Closing the Tech Skills Gap

Ironhack’s Miami-based HQ now trains thousands in the U.S.

Ironhack’s Miami-based HQ now trains thousands in the U.S.

The idea surfaced from a mismatch. In the wake of the financial crisis in Spain, friends Gonzalo Manrique and Ariel Quiñones saw legions of youth without jobs, while tech companies couldn’t find enough software developers and qualified staff to fill thousands of vacant positions. The two young entrepreneurs decided to help close that gap, developing education programs to train the employees that tech companies needed. Ironhack was conceived, graduating its first students in 2013.

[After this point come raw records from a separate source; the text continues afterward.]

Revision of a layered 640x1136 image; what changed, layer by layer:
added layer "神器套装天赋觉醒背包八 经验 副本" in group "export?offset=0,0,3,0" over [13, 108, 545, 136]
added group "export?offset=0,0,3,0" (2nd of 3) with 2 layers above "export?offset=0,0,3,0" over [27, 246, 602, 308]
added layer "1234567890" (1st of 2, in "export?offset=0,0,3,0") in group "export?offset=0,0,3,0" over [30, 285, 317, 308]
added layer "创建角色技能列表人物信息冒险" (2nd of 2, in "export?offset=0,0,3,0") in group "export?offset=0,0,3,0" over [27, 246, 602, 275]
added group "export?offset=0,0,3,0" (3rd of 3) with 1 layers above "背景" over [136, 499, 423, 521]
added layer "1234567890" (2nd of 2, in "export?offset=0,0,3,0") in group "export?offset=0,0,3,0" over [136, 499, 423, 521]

Fast forward a decade, and the venture now counts more than 15,000 graduates, works with 600-plus partner-companies, and operates in 10 cities in Europe and the Americas. It’s raised more than $20 million from investors and employs some 190 people, including about a dozen in Miami, where it keeps its U.S. headquarters. Business is booming, partly because more students are turning to online training and more tech companies are footing the bill for education tailored to their needs, Quiñones says.

In South Florida, the venture has made a splash by teaming with eMerge Americas, the group promoting Miami as a tech hub, to create a $200,000 scholarship fund for students in courses given at the Miami Marlins baseball stadium. Scholarships cover up to $6,500 for Ironhack bootcamps that typically require 10 weeks of fulltime study in such fields as web development, UX/UI design, and data analysis. “For most of our graduates, it’s their first job in tech,” says co-CEO Quiñones.

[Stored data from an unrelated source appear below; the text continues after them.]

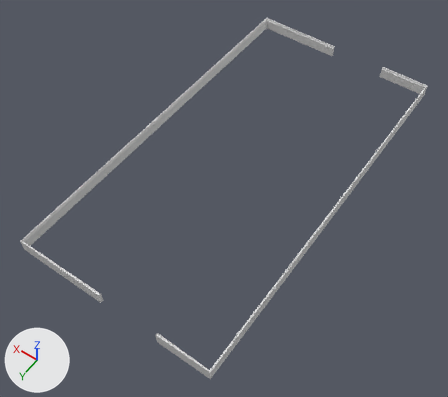
What one commit did to the FBX model Assets/Models/Rooms/LShapeFillerMoulding2.fbx.
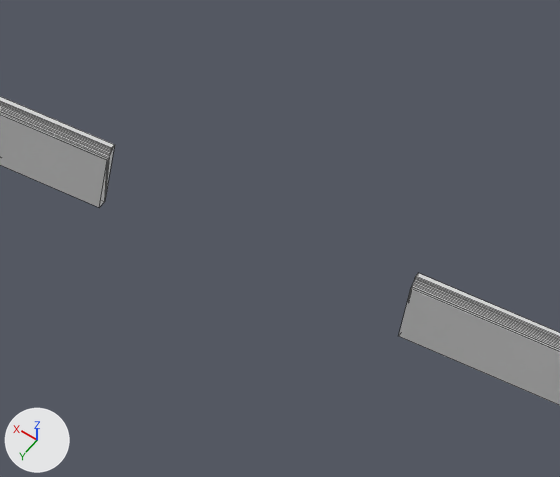
Each version is shown whole from a 50 mm camera at (10.88, -14.53, 12.35) aimed at (16.68, -22.64, -0.4), then close up on the part from 71% to 90% of the width and 6% to 25% of the height. Lighting does not change. The marker at lower left points along +X, +Y and +Z. The close-ups show mesh edges as thin lines. Where no turn or scale is listed for an object, it has been applied to the vertices.

Objects in the first close-up: 'LShapeFillerInnerMoulding.001'.
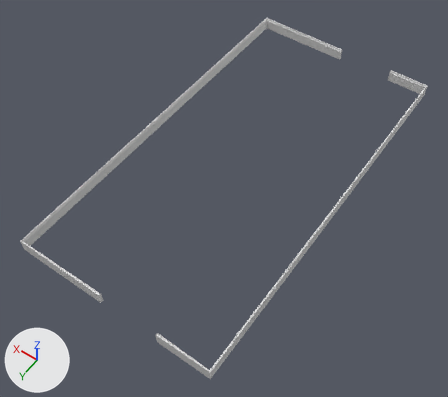
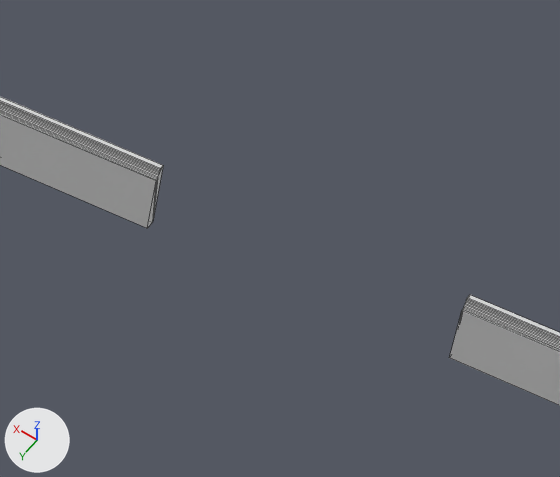
The newer file is also turned or shifted as a whole; pictures and numbers use the older file's frame.

Edits to the bpy script that builds the scene:
```text
Change me_vert_013:
    where me_vert_013.from_pydata(...)  # 224 vertices, 222 faces; spans x -2.65..2.81, y -5.62..4.82, z -0.27..0.07
    used by ob_lshapefillerinnermoulding_001; location = (16.62, -23.202, 0.323)
    me_vert_013 part 1: all 16 vertices in x -1.24, y -5.62..-5.56, z -0.27..0.07 are moved by (-0.26, 0.0, 0.0)
    me_vert_013 part 2: all 16 vertices in x 0.37, y -5.62..-5.56, z -0.27..0.07 are moved by (-0.26, 0.0, 0.0)
```

Where the change shows, as pixel boxes (x1, y1, x2, y2) in the close-ups (560 x 477 px; the box of a moved part takes in the faces that stretch with it):
part 1 of me_vert_013, moved or reshaped
    before: (399, 273, 560, 405)
    after: (449, 295, 560, 405)
part 2 of me_vert_013, moved or reshaped
    before: (0, 97, 114, 207)
    after: (0, 97, 163, 228)

The success is especially remarkable because the co-founders, who met while pursuing their master’s degrees in business administration at the University of Pennsylvania’s Wharton school, never worked in education before. Manrique, who hails from Madrid, trained as a civil engineer and long aimed to start his own business. Quiñones, the son of educators from Puerto Rico, studied political science at Harvard and then worked in investment banking. The two learned by doing, with help from the tech community.

Quiñones was the one to see Miami as a strategic hub. He’d visited the city when he was young, and after a decade in the U.S. northeast, yearned for a climate and culture more like his Caribbean homeland. In 2014, he visited and began meeting Miami’s tech advocates, including Manny Medina of eMerge and Brian Breslin of Refresh, and recalls conversations about the need for talent and builders.

“I thought: ‘Why not use Miami as the launchpad for the Americans?’” Quiñones says. In early 2015, he set up in the Pipeline co-working space in Brickell to start Ironhack east of the Atlantic.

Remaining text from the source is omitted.